[Given entries Boundary: Start]

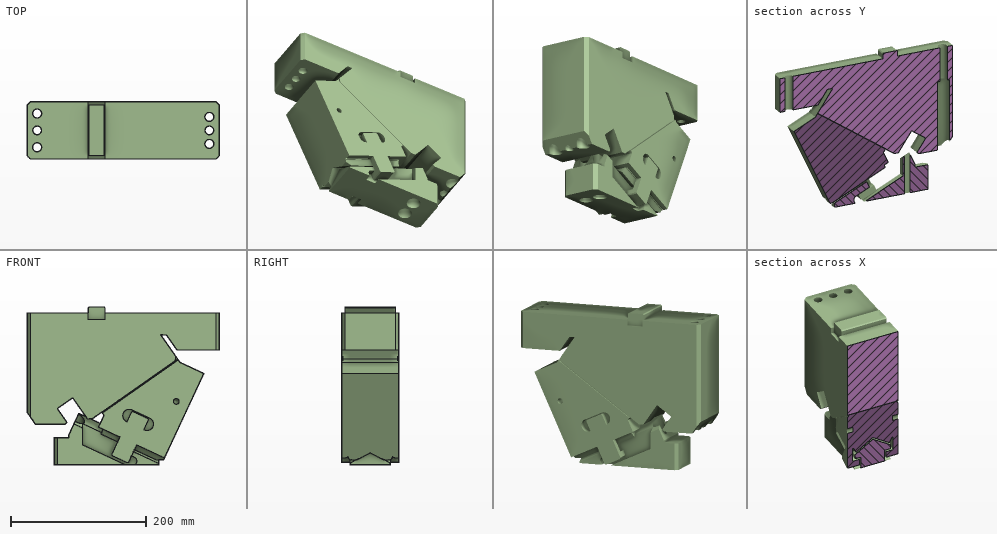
import cadquery as cq
import math


CONTACT_ANGLE = 35.0
DRIVER_ANGLE = 25.0
FAR = 400.0

contact_cos = math.cos(math.radians(CONTACT_ANGLE))
contact_sin = math.sin(math.radians(CONTACT_ANGLE))
driver_cos = math.cos(math.radians(DRIVER_ANGLE))
driver_sin = math.sin(math.radians(DRIVER_ANGLE))

HOLDER_LENGTH = 285.0
HOLDER_WIDTH = 85.0
HOLDER_BOTTOM = 60.0
HOLDER_TOP = 225.0
FLANGE_THICKNESS = 55.0
HOLDER_CORNER_CHAMFER = 5.0
TOE_CHAMFER_LENGTH = 12.5
TOE_LIP_CHAMFER = 3.0
CONTACT_CORNER = (223.2, 156.8)
NOSE_BOTTOM = 68.0
NOSE_GROOVE_TOP = 73.2
NOTCH_APEX = (67.6, 99.2)
NOTCH_WIDTH = 27.6
NOTCH_DEPTH = 24.7
RELIEF_SLOT_DEPTH = 43.5
RELIEF_SLOT_TOP = 192.2
RELIEF_SLOT_MOUTH_X = 222.0
FLANK_RELIEF_DEPTH = 2.0
CORNER_RELIEF = 5.0

KEY_X = 90.5
KEY_WIDTH = 25.0
KEY_HEIGHT = 9.0
KEY_SLOT_DEPTH = 9.5
KEY_END_GAP = 5.0
KEY_CHAMFER = 1.5

SCREW_DIAMETER = 13.0
DOWEL_DIAMETER = 12.5
HEAD_DIAMETER = 20.0
HOLE_EDGE_DISTANCE = 15.0
TOE_SCREW_OFFSET = 25.0
FLANGE_SCREW_OFFSET = 20.0

RIDGE_START = (76.7, 76.4)
DRIVER_LEFT = 40.0
DRIVER_RIGHT = 195.2
DRIVER_HALF_WIDTH = 30.0
DRIVER_CORNER_CHAMFER = 5.0
ROOF_ANGLE = 30.0
STEP_TOP = 40.3
STEP_WALL_X = 61.5
ACCESS_HOLE_X = 74.75
ACCESS_HOLE_DIAMETER = 20.5
ACCESS_HOLE_OFFSET = 12.5
POCKET_WALL_X = 82.3
POCKET_FLOOR_V = -40.0
POCKET_INNER_Y = 20.0
UNDERCUT_TOP_V = -24.2
UNDERCUT_END_U = 108.3
UNDERCUT_RADIUS = 6.0

SLIDE_LEFT_U = 35.0
SLIDE_RIGHT_U = 143.0
SLIDE_TOP_V = 131.8
SLIDE_UNDERSIDE_V = -6.2
SLIDE_FLANK_GAP = 1.5
SLIDE_CONTACT_LENGTH = 137.4
RIB_START_U = 42.5
RIB_HALF_WIDTH = 33.2
RIB_GROOVE_WIDTH = 2.6
RIB_CLEARANCE = 2.0
SLIDE_LOWEST_Z = 7.6
HOOK_LEFT_U = 70.0
HOOK_WIDTH = 27.5
HOOK_BOTTOM_V = -36.0
HOOK_FOOT_TOP_V = -26.3
HOOK_TOP_V = 36.2
HOOK_INNER_Y = 33.3
HOOK_FOOT_INNER_Y = 22.0
HOOK_CORNER_CHAMFER = 1.5
POCKET_WALL_CLEARANCE = 7.5
KEYHOLE_SPACING = 29.4
KEYHOLE_DIAMETER = 19.0
KEYHOLE_V = 28.3
PIN_HOLE = (221.0, 94.0)
PIN_HOLE_DIAMETER = 8.5
PIN_HOLE_DEPTH = 15.0
DRILL_TIP_ANGLE = 118.0

half_width = HOLDER_WIDTH / 2
flange_bottom = HOLDER_TOP - FLANGE_THICKNESS
contact_tan = contact_sin / contact_cos
nose_x = CONTACT_CORNER[0] - (CONTACT_CORNER[1] - NOSE_BOTTOM) / contact_tan
hook_right_u = HOOK_LEFT_U + HOOK_WIDTH
hook_mid_u = HOOK_LEFT_U + HOOK_WIDTH / 2
roof_tan = math.tan(math.radians(ROOF_ANGLE))
eave_v = -DRIVER_HALF_WIDTH * roof_tan
rib_root_v = SLIDE_UNDERSIDE_V + RIB_GROOVE_WIDTH * roof_tan


def from_contact_corner(down_face, square_up):
    """X, Z of a point measured down the contact face and square to it, into the holder."""
    x = CONTACT_CORNER[0] - down_face * contact_cos - square_up * contact_sin
    z = CONTACT_CORNER[1] - down_face * contact_sin + square_up * contact_cos
    return (x, z)


def driver_point(u, v):
    """X, Z of a point given in the driver frame."""
    return (RIDGE_START[0] + u * driver_cos + v * driver_sin,
            RIDGE_START[1] - u * driver_sin + v * driver_cos)


def driver_coordinates(point):
    """u, v of a point given in X, Z."""
    dx = point[0] - RIDGE_START[0]
    dz = point[1] - RIDGE_START[1]
    return (dx * driver_cos - dz * driver_sin, dx * driver_sin + dz * driver_cos)


def plate(points, y_from, y_to):
    """Prism of an X, Z outline between two Y planes."""
    return cq.Workplane("XZ", origin=(0, y_from, 0)).polyline(points).close().extrude(y_from - y_to)


def tilted_plate(points, y_from, y_to):
    """Prism of a u, v outline between two Y planes."""
    return plate([driver_point(u, v) for u, v in points], y_from, y_to)


def tilted_box(u_from, u_to, v_from, v_to, y_from, y_to):
    return tilted_plate([(u_from, v_from), (u_to, v_from), (u_to, v_to), (u_from, v_to)], y_from, y_to)


def along_ridge(points, u_from, u_to):
    """Prism of a Y, v cross-section between two stations along the ridge."""
    x, z = driver_point(u_from, 0)
    section = cq.Plane(origin=(x, 0, z), xDir=(0, 1, 0), normal=(driver_cos, 0, -driver_sin))
    return cq.Workplane(section).polyline(points).close().extrude(u_to - u_from)


def both_sides(solid):
    """The solid and its mirror image across Y = 0."""
    return solid.union(solid.mirror("XZ"))


def vertical_cylinder(x, y, diameter, z_from, z_to):
    return cq.Workplane("XY", origin=(x, y, z_from)).circle(diameter / 2).extrude(z_to - z_from)


def roof_prism(rise=0.0):
    """Gable-shaped space of the driver, raised along v, endless downward and along the ridge."""
    eave = rise - HOLDER_WIDTH * roof_tan
    gable = [(-HOLDER_WIDTH, -FAR), (HOLDER_WIDTH, -FAR), (HOLDER_WIDTH, eave),
             (0, rise), (-HOLDER_WIDTH, eave)]
    return along_ridge(gable, -FAR, FAR)


def holder_block():
    notch_foot_x = NOTCH_APEX[0] + (NOTCH_APEX[1] - NOSE_BOTTOM) * contact_tan
    notch_corner = (NOTCH_APEX[0] - NOTCH_WIDTH * contact_cos, NOTCH_APEX[1] - NOTCH_WIDTH * contact_sin)
    lip = (notch_corner[0] + NOTCH_DEPTH * contact_sin, notch_corner[1] - NOTCH_DEPTH * contact_cos)
    slot_right_x = RELIEF_SLOT_MOUTH_X - (RELIEF_SLOT_TOP - flange_bottom) * contact_tan
    outline = [
        (0, HOLDER_TOP),
        (0, HOLDER_BOTTOM + TOE_CHAMFER_LENGTH / contact_tan),
        (TOE_CHAMFER_LENGTH, HOLDER_BOTTOM),
        (lip[0] - TOE_LIP_CHAMFER, HOLDER_BOTTOM),
        lip,
        notch_corner,
        NOTCH_APEX,
        (notch_foot_x, NOSE_BOTTOM),
        (nose_x, NOSE_BOTTOM),
        CONTACT_CORNER,
        from_contact_corner(0, RELIEF_SLOT_DEPTH),
        (slot_right_x, RELIEF_SLOT_TOP),
        (RELIEF_SLOT_MOUTH_X, flange_bottom),
        (HOLDER_LENGTH, flange_bottom),
        (HOLDER_LENGTH, HOLDER_TOP),
    ]
    block = plate(outline, -half_width, half_width)
    corners = (cq.Workplane("XY").center(HOLDER_LENGTH / 2, 0).rect(HOLDER_LENGTH, HOLDER_WIDTH)
               .extrude(FAR).edges("|Z").chamfer(HOLDER_CORNER_CHAMFER))
    return block.intersect(corners)


def holder_corner_relief():
    """Chamfer of the upper contact corner, cut only into the two side faces."""
    corner = [CONTACT_CORNER, from_contact_corner(CORNER_RELIEF, 0), from_contact_corner(0, CORNER_RELIEF)]
    return both_sides(plate(corner, -half_width, -half_width + FLANK_RELIEF_DEPTH))


def nose_groove():
    """V groove along X that clears the driver ridge under the nose."""
    half_groove = (NOSE_GROOVE_TOP - NOSE_BOTTOM) / roof_tan
    section = [(-half_groove, NOSE_BOTTOM), (half_groove, NOSE_BOTTOM), (0, NOSE_GROOVE_TOP)]
    start = cq.Workplane("YZ", origin=(NOTCH_APEX[0], 0, 0))
    return start.polyline(section).close().extrude(nose_x + half_groove - NOTCH_APEX[0])


def holder_holes():
    """Two screw holes and a dowel hole at each end; the toe screws have deep head bores from below."""
    flange_x = HOLDER_LENGTH - HOLE_EDGE_DISTANCE
    holes = vertical_cylinder(HOLE_EDGE_DISTANCE, 0, DOWEL_DIAMETER, 0, FAR)
    holes = holes.union(vertical_cylinder(flange_x, 0, DOWEL_DIAMETER, 0, FAR))
    for side in (-1, 1):
        toe_y = side * TOE_SCREW_OFFSET
        flange_y = side * FLANGE_SCREW_OFFSET
        holes = holes.union(vertical_cylinder(HOLE_EDGE_DISTANCE, toe_y, SCREW_DIAMETER, 0, FAR))
        holes = holes.union(vertical_cylinder(HOLE_EDGE_DISTANCE, toe_y, HEAD_DIAMETER, 0, flange_bottom))
        holes = holes.union(vertical_cylinder(flange_x, flange_y, SCREW_DIAMETER, 0, FAR))
    return holes


def location_key():
    key_bottom = HOLDER_TOP - KEY_SLOT_DEPTH
    key_length = HOLDER_WIDTH - 2 * KEY_END_GAP
    key_thickness = KEY_SLOT_DEPTH + KEY_HEIGHT
    key = cq.Workplane("XY").box(KEY_WIDTH, key_length, key_thickness, centered=(False, True, False))
    key = key.faces(">Z").edges("|Y").chamfer(KEY_CHAMFER)
    return key.translate((KEY_X, 0, key_bottom))


def make_holder():
    key_slot = (cq.Workplane("XY").box(KEY_WIDTH, HOLDER_WIDTH, FAR, centered=(False, True, False))
                .translate((KEY_X, 0, HOLDER_TOP - KEY_SLOT_DEPTH)))
    holder = holder_block().cut(key_slot).cut(holder_corner_relief()).cut(nose_groove()).cut(holder_holes())
    return holder.union(location_key())


def driver_block():
    slope_foot_z = RIDGE_START[1] - (RIDGE_START[0] - STEP_WALL_X) * driver_cos / driver_sin
    ridge_right_z = RIDGE_START[1] - (DRIVER_RIGHT - RIDGE_START[0]) * driver_sin / driver_cos
    outline = [
        (DRIVER_LEFT, 0),
        (DRIVER_RIGHT, 0),
        (DRIVER_RIGHT, ridge_right_z),
        RIDGE_START,
        (STEP_WALL_X, slope_foot_z),
        (STEP_WALL_X, STEP_TOP),
        (DRIVER_LEFT, STEP_TOP),
    ]
    block = plate(outline, -DRIVER_HALF_WIDTH, DRIVER_HALF_WIDTH)
    block = block.faces("<X").edges("|Z").chamfer(DRIVER_CORNER_CHAMFER)
    return block.intersect(roof_prism())


def driver_pockets():
    """Side pockets for the slide hooks, open at the top and undercut toward +X."""
    wall_u = HOOK_LEFT_U + POCKET_WALL_CLEARANCE
    wall_top = driver_point(wall_u, 0)
    floor_start = driver_point(0, POCKET_FLOOR_V)
    floor_z = floor_start[1] - (POCKET_WALL_X - floor_start[0]) * driver_sin / driver_cos
    opening = [
        (POCKET_WALL_X, floor_z),
        driver_point(wall_u, POCKET_FLOOR_V),
        wall_top,
        (POCKET_WALL_X, wall_top[1] + (wall_top[0] - POCKET_WALL_X) * driver_sin / driver_cos),
    ]
    inner = -POCKET_INNER_Y
    undercut = tilted_box(HOOK_LEFT_U, UNDERCUT_END_U, POCKET_FLOOR_V, UNDERCUT_TOP_V, -half_width, inner)
    undercut = undercut.edges("|Y").edges(">X").fillet(UNDERCUT_RADIUS)
    return both_sides(plate(opening, -half_width, inner).union(undercut))


def make_driver():
    driver = driver_block().cut(driver_pockets())
    for side in (-1, 1):
        hole_y = side * ACCESS_HOLE_OFFSET
        driver = driver.cut(vertical_cylinder(ACCESS_HOLE_X, hole_y, ACCESS_HOLE_DIAMETER, 0, FAR))
    return driver


def slide_plate():
    """Full-width plate under the contact face, with a gap to the holder along both side faces."""
    end_u, end_v = driver_coordinates(from_contact_corner(SLIDE_CONTACT_LENGTH, 0))
    corner_u, corner_v = driver_coordinates(CONTACT_CORNER)
    square_slope = math.tan(math.radians(90 - CONTACT_ANGLE - DRIVER_ANGLE))
    outline = [
        (end_u, end_v),
        (SLIDE_LEFT_U, end_v - (SLIDE_LEFT_U - end_u) * square_slope),
        (SLIDE_LEFT_U, SLIDE_UNDERSIDE_V),
        (SLIDE_RIGHT_U, SLIDE_UNDERSIDE_V),
        (SLIDE_RIGHT_U, SLIDE_TOP_V),
        (corner_u + (corner_v - SLIDE_TOP_V) / square_slope, SLIDE_TOP_V),
        (corner_u, corner_v),
    ]
    gap = [from_contact_corner(-FAR, 0), from_contact_corner(FAR, 0),
           from_contact_corner(FAR, -SLIDE_FLANK_GAP), from_contact_corner(-FAR, -SLIDE_FLANK_GAP)]
    flank_gaps = both_sides(plate(gap, -half_width, -half_width + FLANK_RELIEF_DEPTH))
    return tilted_plate(outline, -half_width, half_width).cut(flank_gaps)


def slide_rib():
    """Rib over the driver roof, with sides square to the roof; its underside is left to be cut."""
    foot_half_width = RIB_HALF_WIDTH - (rib_root_v - eave_v) * roof_tan
    section = [(-RIB_HALF_WIDTH, rib_root_v), (-foot_half_width, eave_v),
               (foot_half_width, eave_v), (RIB_HALF_WIDTH, rib_root_v)]
    return along_ridge(section, RIB_START_U, SLIDE_RIGHT_U)


def rib_grooves():
    """Shallow groove along each side of the rib, its wall parallel to the roof."""
    section = [(-RIB_HALF_WIDTH, rib_root_v), (-RIB_HALF_WIDTH - RIB_GROOVE_WIDTH, SLIDE_UNDERSIDE_V),
               (-RIB_HALF_WIDTH, SLIDE_UNDERSIDE_V)]
    return both_sides(along_ridge(section, RIB_START_U, SLIDE_RIGHT_U))


def slide_hooks():
    """Return hooks: flush with the side faces, with feet that reach into the driver pockets."""
    neck = tilted_box(HOOK_LEFT_U, hook_right_u, HOOK_BOTTOM_V, HOOK_TOP_V, -half_width, -HOOK_INNER_Y)
    foot = tilted_box(HOOK_LEFT_U, hook_right_u, HOOK_BOTTOM_V, HOOK_FOOT_TOP_V,
                      -half_width, -HOOK_FOOT_INNER_Y)
    hook = neck.union(foot)
    corners = tilted_box(HOOK_LEFT_U, hook_right_u, HOOK_BOTTOM_V, HOOK_TOP_V, -half_width, half_width)
    corners = corners.edges("|Y").chamfer(HOOK_CORNER_CHAMFER)
    return both_sides(hook.intersect(corners))


def hook_recesses():
    """Rounded recess around the upper end of each hook."""
    x, z = driver_point(hook_mid_u, KEYHOLE_V)
    side_face = cq.Plane(origin=(x, -half_width, z), xDir=(driver_cos, 0, -driver_sin), normal=(0, -1, 0))
    recess = (cq.Workplane(side_face).slot2D(KEYHOLE_SPACING + KEYHOLE_DIAMETER, KEYHOLE_DIAMETER)
              .extrude(HOOK_INNER_Y - half_width))
    return both_sides(recess)


def pin_holes():
    """Blind drilled hole in each side face."""
    radius = PIN_HOLE_DIAMETER / 2
    tip = radius / math.tan(math.radians(DRILL_TIP_ANGLE / 2))
    profile = [(0, 0), (radius, 0), (radius, PIN_HOLE_DEPTH), (0, PIN_HOLE_DEPTH + tip)]
    drill = cq.Workplane("XY").polyline(profile).close().revolve(360, (0, 0), (0, 1))
    return both_sides(drill.translate((PIN_HOLE[0], -half_width, PIN_HOLE[1])))


def make_slide():
    below_slide = (cq.Workplane("XY").box(FAR, HOLDER_WIDTH, FAR, centered=(False, True, False))
                   .translate((0, 0, SLIDE_LOWEST_Z - FAR)))
    slide = slide_plate().cut(rib_grooves()).union(slide_rib())
    slide = slide.cut(below_slide).cut(roof_prism(RIB_CLEARANCE))
    slide = slide.cut(hook_recesses()).cut(pin_holes())
    return slide.union(slide_hooks())


holder = make_holder()
driver = make_driver()
slide = make_slide()

result = cq.Compound.makeCompound([holder.solids().val(), driver.solids().val(), slide.solids().val()])

[Given entries Boundary: End]

> [Exercise directions]
Reproduce the data above line for line, from its first line through the line containing "RELIEF_SLOT_TOP = 192.2", both ends included, with the pictures omitted and nothing more.

> [Answer section]
import cadquery as cq
import math


CONTACT_ANGLE = 35.0
DRIVER_ANGLE = 25.0
FAR = 400.0

contact_cos = math.cos(math.radians(CONTACT_ANGLE))
contact_sin = math.sin(math.radians(CONTACT_ANGLE))
driver_cos = math.cos(math.radians(DRIVER_ANGLE))
driver_sin = math.sin(math.radians(DRIVER_ANGLE))

HOLDER_LENGTH = 285.0
HOLDER_WIDTH = 85.0
HOLDER_BOTTOM = 60.0
HOLDER_TOP = 225.0
FLANGE_THICKNESS = 55.0
HOLDER_CORNER_CHAMFER = 5.0
TOE_CHAMFER_LENGTH = 12.5
TOE_LIP_CHAMFER = 3.0
CONTACT_CORNER = (223.2, 156.8)
NOSE_BOTTOM = 68.0
NOSE_GROOVE_TOP = 73.2
NOTCH_APEX = (67.6, 99.2)
NOTCH_WIDTH = 27.6
NOTCH_DEPTH = 24.7
RELIEF_SLOT_DEPTH = 43.5
RELIEF_SLOT_TOP = 192.2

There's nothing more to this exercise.